The result should be a verbatim copy of the whole listing.

═══ SUPPLIED DATA ═══

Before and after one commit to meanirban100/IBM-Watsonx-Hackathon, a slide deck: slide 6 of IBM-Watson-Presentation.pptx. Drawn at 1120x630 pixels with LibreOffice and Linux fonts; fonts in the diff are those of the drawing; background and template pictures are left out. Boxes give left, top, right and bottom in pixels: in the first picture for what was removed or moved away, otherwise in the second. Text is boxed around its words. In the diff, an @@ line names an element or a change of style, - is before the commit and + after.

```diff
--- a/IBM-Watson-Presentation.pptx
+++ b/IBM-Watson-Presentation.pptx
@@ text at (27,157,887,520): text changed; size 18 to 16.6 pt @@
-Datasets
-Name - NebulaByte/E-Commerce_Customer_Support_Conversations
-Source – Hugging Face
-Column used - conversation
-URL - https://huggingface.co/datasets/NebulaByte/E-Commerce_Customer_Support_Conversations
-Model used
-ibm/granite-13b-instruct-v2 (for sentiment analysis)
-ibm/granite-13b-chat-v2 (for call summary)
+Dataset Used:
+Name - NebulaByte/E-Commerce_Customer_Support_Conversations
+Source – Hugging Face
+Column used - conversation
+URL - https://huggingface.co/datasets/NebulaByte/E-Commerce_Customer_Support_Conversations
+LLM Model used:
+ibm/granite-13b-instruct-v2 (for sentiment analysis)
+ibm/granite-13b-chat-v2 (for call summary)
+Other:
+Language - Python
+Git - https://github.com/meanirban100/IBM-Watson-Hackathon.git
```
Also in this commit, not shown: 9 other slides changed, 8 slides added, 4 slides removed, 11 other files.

═══

**EXERCISE RESULT:**
Before and after one commit to meanirban100/IBM-Watsonx-Hackathon, a slide deck: slide 6 of IBM-Watson-Presentation.pptx. Drawn at 1120x630 pixels with LibreOffice and Linux fonts; fonts in the diff are those of the drawing; background and template pictures are left out. Boxes give left, top, right and bottom in pixels: in the first picture for what was removed or moved away, otherwise in the second. Text is boxed around its words. In the diff, an @@ line names an element or a change of style, - is before the commit and + after.

```diff
--- a/IBM-Watson-Presentation.pptx
+++ b/IBM-Watson-Presentation.pptx
@@ text at (27,157,887,520): text changed; size 18 to 16.6 pt @@
-Datasets
-Name - NebulaByte/E-Commerce_Customer_Support_Conversations
-Source – Hugging Face
-Column used - conversation
-URL - https://huggingface.co/datasets/NebulaByte/E-Commerce_Customer_Support_Conversations
-Model used
-ibm/granite-13b-instruct-v2 (for sentiment analysis)
-ibm/granite-13b-chat-v2 (for call summary)
+Dataset Used:
+Name - NebulaByte/E-Commerce_Customer_Support_Conversations
+Source – Hugging Face
+Column used - conversation
+URL - https://huggingface.co/datasets/NebulaByte/E-Commerce_Customer_Support_Conversations
+LLM Model used:
+ibm/granite-13b-instruct-v2 (for sentiment analysis)
+ibm/granite-13b-chat-v2 (for call summary)
+Other:
+Language - Python
+Git - https://github.com/meanirban100/IBM-Watson-Hackathon.git
```
Also in this commit, not shown: 9 other slides changed, 8 slides added, 4 slides removed, 11 other files.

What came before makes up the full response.